Aerobic dance usually burns more calories than walking.
In most cases, you'll burn more calories performing aerobic dance than walking on a treadmill. Intensity matters, however, and a vigorous power walk will torch more calories than a moderate dance session. Regardless of calorie burning, both activities provide a cardio workout to help build endurance and strengthen your heart and respiratory system. The exercise will also boost your mood and may even extend your life, according to MayoClinic.com.
Calorie-burning activities like walking and dancing are important for weight management, as any calories you consume but don't use for energy are stored as fat. Conversely, burning more calories than you eat leads to weight loss, and exercise can help you achieve this. You must create a deficit of about 3,500 calories before you'll lose a pound, and reducing calories will help you reach your goals much faster than exercise alone. To cut calories healthfully, limit portion sizes and swap junk food and processed fare for fresh vegetables and fruits along with other lean, low-sugar foods.
Walking and Calories
The faster you walk on the treadmill, the more calories you'll burn. In 30 minutes, a 155-pound person burns about 149 calories at 3.5 mph, 167 calories at 4 mph and 186 calories at 4.5 mph. Racewalking, which entails walking as fast as you can go without breaking into a run, the same person burns 242 calories in 30 minutes. To up your calorie burn without adding speed, raise the incline on your treadmill; a 155-pound person burns about 223 calories in 30 minutes of hiking.

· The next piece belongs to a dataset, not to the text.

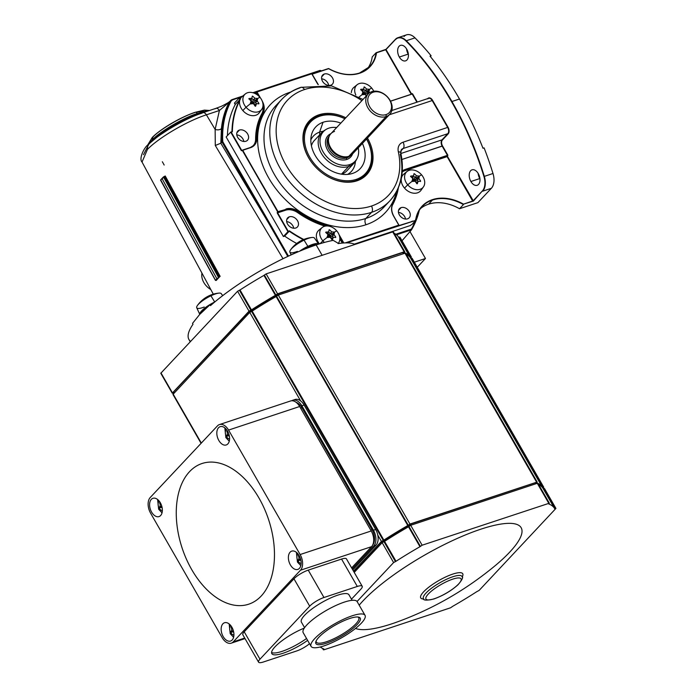 <?xml version="1.0" encoding="UTF-8"?>
<svg xmlns="http://www.w3.org/2000/svg" width="697" height="697" viewBox="0 0 697 697"><rect width="100%" height="100%" fill="white"/><g stroke="black" fill="none" stroke-linecap="round" stroke-linejoin="round"><path stroke-width="1.05" d="M404.783 251.791L393.335 231.883L392.725 231.901L266.123 273.895L263.954 275.393A136.385 33.996 150.1 0 0 240.012 289.961L237.581 291.259L160.789 373.27L172.237 393.178L249.029 311.176L251.46 309.877A136.385 33.996 -29.9 0 1 275.402 295.31L277.572 293.812L404.173 251.817L404.783 251.791L404.225 252.575A136.385 33.996 -29.9 0 1 405.192 252.985M405.567 253.159A136.385 33.996 -29.9 0 1 410.036 257.115A136.385 33.996 -29.9 0 1 410.106 257.254L411.369 257.01L399.912 237.102L398.658 237.337A136.385 33.996 150.1 0 0 398.579 237.198A136.385 33.996 150.1 0 0 394.119 233.242M411.369 257.01L410.568 258.056M173.753 393.387A136.385 33.996 -29.9 0 1 173.57 393.082A136.385 33.996 -29.9 0 1 173.492 392.942L172.237 393.178M403.859 253.403L402.735 252.541L278.347 293.803L276.186 295.284A134.904 33.63 150.1 0 0 251.329 310.409L248.925 311.698L173.631 391.914L173.962 393.16M276.186 295.284L276.613 296.033M251.329 310.409L251.809 311.237M353.51 571.157L381.425 541.412L383.855 540.114A136.385 33.996 -29.9 0 1 407.797 525.547L409.967 524.048L537.178 482.036L405.497 253.037L278.295 295.049L276.117 296.547A136.385 33.996 150.1 0 0 252.175 311.115L249.753 312.413L172.952 394.424L201.076 443.336M537.962 483.404A136.385 33.996 -29.9 0 1 542.432 487.351A136.385 33.996 -29.9 0 1 542.501 487.491L543.765 487.255L412.084 258.256L410.829 258.491A136.385 33.996 150.1 0 0 410.751 258.36A136.385 33.996 150.1 0 0 406.281 254.405M291.703 400.758A11.858 7.284 71.6 0 1 292.766 400.244L294.988 399.512A11.858 7.284 71.6 0 1 300.642 400.914A11.858 7.284 -108.4 0 1 304.101 405.035L301.879 405.776L373.444 530.225A11.858 7.284 71.6 0 1 373.792 545.917L352.212 568.909M292.766 400.244A11.858 7.284 71.6 0 1 301.879 405.776M372.607 545.159A11.858 7.284 -108.4 0 0 372.059 529.703L301.923 407.736A11.858 7.284 -108.4 0 0 296.051 402.282M351.637 567.889L371.571 546.648A11.858 7.284 -108.4 0 0 371.222 530.966L299.658 406.508A11.858 7.284 -108.4 0 0 290.544 400.984L219.468 424.56A11.858 7.284 71.6 0 1 228.572 430.084L300.137 554.542A11.858 7.284 71.6 0 1 300.485 570.224L233.26 641.85A11.858 7.284 71.6 0 1 231.273 643.157A11.858 7.284 71.6 0 1 222.16 637.624L150.596 513.175A11.858 7.284 71.6 0 1 150.247 497.484L217.473 425.858A11.858 7.284 71.6 0 1 219.468 424.56M304.101 405.035L375.666 529.493A11.858 7.284 -108.4 0 1 377.774 535.052A11.858 7.284 71.6 0 1 376.014 545.176L352.795 569.919M309.529 643.688A11.858 2.954 -29.9 0 1 296.8 650.92L263.475 661.967A11.858 2.954 -29.9 0 1 258.57 662.15L242.826 634.767A11.858 2.954 -29.9 0 1 244.22 631.804L293.968 578.806A11.858 2.954 -29.9 0 1 308.231 570.129L341.556 559.072A11.858 2.954 -29.9 0 1 346.453 558.889L362.205 586.273A11.858 2.954 -29.9 0 1 360.802 589.235L351.48 599.176M258.57 662.15A11.858 2.954 -29.9 0 1 259.972 659.188L309.712 606.181A11.858 2.954 -29.9 0 1 323.974 597.503L357.3 586.456A11.858 2.954 -29.9 0 1 362.205 586.273M304.58 627.657L301.4 622.125A27.427 6.839 -29.9 0 1 304.633 615.268A27.427 6.839 -29.9 0 1 329.969 598.27A27.427 6.839 -29.9 0 1 348.953 594.785L352.133 600.309M307.621 640.377A27.427 6.839 -29.9 0 1 283.165 653.22A27.427 6.839 -29.9 0 1 271.821 653.638A27.427 6.839 -29.9 0 1 304.275 628.102M271.586 652.531A27.427 6.839 150.1 0 0 282.085 651.355A27.427 6.839 150.1 0 0 306.549 638.504M311.071 646.372L303.195 632.684A31.13 7.763 -29.9 0 1 306.863 624.904A31.13 7.763 -29.9 0 1 335.623 605.606A31.13 7.763 -29.9 0 1 357.169 601.65L365.045 615.338A31.13 7.763 -29.9 0 1 361.386 623.118A31.13 7.763 -29.9 0 1 332.617 642.416A31.13 7.763 -29.9 0 1 311.071 646.372A31.13 7.763 -29.9 0 1 314.73 638.591A31.13 7.763 -29.9 0 1 343.499 619.293A31.13 7.763 -29.9 0 1 365.045 615.338M357.204 624.503A25.554 6.369 -29.9 0 1 330.779 641.58A25.554 6.369 -29.9 0 1 315.828 641.745A25.554 6.369 -29.9 0 1 318.912 637.206A25.554 6.369 -29.9 0 1 339.639 622.761A25.554 6.369 -29.9 0 1 358.65 617.124A25.554 6.369 -29.9 0 1 357.204 624.503M357.866 617.002A24.456 6.099 -29.9 0 1 358.728 617.742A24.456 6.099 -29.9 0 1 355.853 623.859A24.456 6.099 -29.9 0 1 333.253 639.018A24.456 6.099 -29.9 0 1 316.325 642.129A24.456 6.099 -29.9 0 1 316.116 641.005M191.753 569.667A74.126 45.505 71.6 0 1 189.584 471.625A74.126 45.505 71.6 0 1 258.979 498.041A74.126 45.505 71.6 0 1 261.148 596.083A74.126 45.505 71.6 0 1 191.753 569.667M290.109 552.181A9.636 5.916 71.6 0 1 291.729 551.127A9.636 5.916 71.6 0 1 299.823 556.973A9.636 5.916 71.6 0 1 299.414 568.36A9.636 5.916 71.6 0 1 297.793 569.414A9.636 5.916 71.6 0 1 289.708 563.577A9.636 5.916 71.6 0 1 290.109 552.181M218.544 427.731A9.636 5.916 71.6 0 1 220.165 426.669A9.636 5.916 71.6 0 1 228.259 432.515A9.636 5.916 71.6 0 1 227.849 443.911A9.636 5.916 71.6 0 1 226.229 444.965A9.636 5.916 71.6 0 1 218.144 439.119A9.636 5.916 71.6 0 1 218.544 427.731M151.319 499.348A9.636 5.916 71.6 0 1 152.939 498.294A9.636 5.916 71.6 0 1 161.033 504.14A9.636 5.916 71.6 0 1 160.624 515.527A9.636 5.916 71.6 0 1 159.012 516.59A9.636 5.916 71.6 0 1 150.918 510.744A9.636 5.916 71.6 0 1 151.319 499.348M222.883 623.806A9.636 5.916 71.6 0 1 224.504 622.752A9.636 5.916 71.6 0 1 232.598 628.598A9.636 5.916 71.6 0 1 232.188 639.985A9.636 5.916 71.6 0 1 230.576 641.04A9.636 5.916 71.6 0 1 222.482 635.202A9.636 5.916 71.6 0 1 222.883 623.806M300.947 560.719A2.962 1.821 -108.4 0 0 299.483 560.318A2.962 1.821 -108.4 0 0 298.987 560.649L298.412 559.647A2.962 1.821 -108.4 0 0 298.333 555.727L298.856 555.161M298.412 559.647L300.546 558.942M298.333 555.727L299.057 555.492M229.383 436.261A2.962 1.821 -108.4 0 0 227.919 435.869A2.962 1.821 -108.4 0 0 227.422 436.191L226.847 435.198A2.962 1.821 -108.4 0 0 226.76 431.277L227.292 430.711M226.847 435.198L228.982 434.492M226.76 431.277L227.492 431.034M162.166 507.886A2.962 1.821 -108.4 0 0 160.702 507.494A2.962 1.821 -108.4 0 0 160.197 507.817L159.63 506.824A2.962 1.821 -108.4 0 0 159.543 502.903L160.075 502.337M159.63 506.824L161.756 506.118M159.543 502.903L160.266 502.659M233.73 632.345A2.962 1.821 -108.4 0 0 232.267 631.944A2.962 1.821 -108.4 0 0 231.761 632.275L231.195 631.273A2.962 1.821 -108.4 0 0 231.108 627.352L231.639 626.786M231.195 631.273L233.321 630.567M231.108 627.352L231.831 627.117M543.765 487.255L542.963 488.292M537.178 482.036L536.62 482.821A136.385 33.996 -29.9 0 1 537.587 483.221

Aerobic Dancing and Calories
In an average low-impact aerobic dance class, a 155-pound person burns 205 calories in 30 minutes, which is the same number burned in a casual disco-dancing session. Performing high-impact aerobic dancing, the same person burns about 260 calories in 30 minutes, slightly more than racewalking. High-impact step aerobics, which often involves dancing, is the clear winner, burning about 372 calories in half an hour.
Consistency is the key to successful calorie burning, so whichever activity you choose, aim for 30 to 60 minutes of cardio five days per week. Before aerobic dancing, fast walking or uphill walking, warm up for five to 10 minutes with light activity such as walking at 3 mph on flat ground. Include stretching in your workout if you wish to increase flexibility, but warm up first or stretch at the end of your workout. If you're inactive now, consult your physician before starting a new exercise program.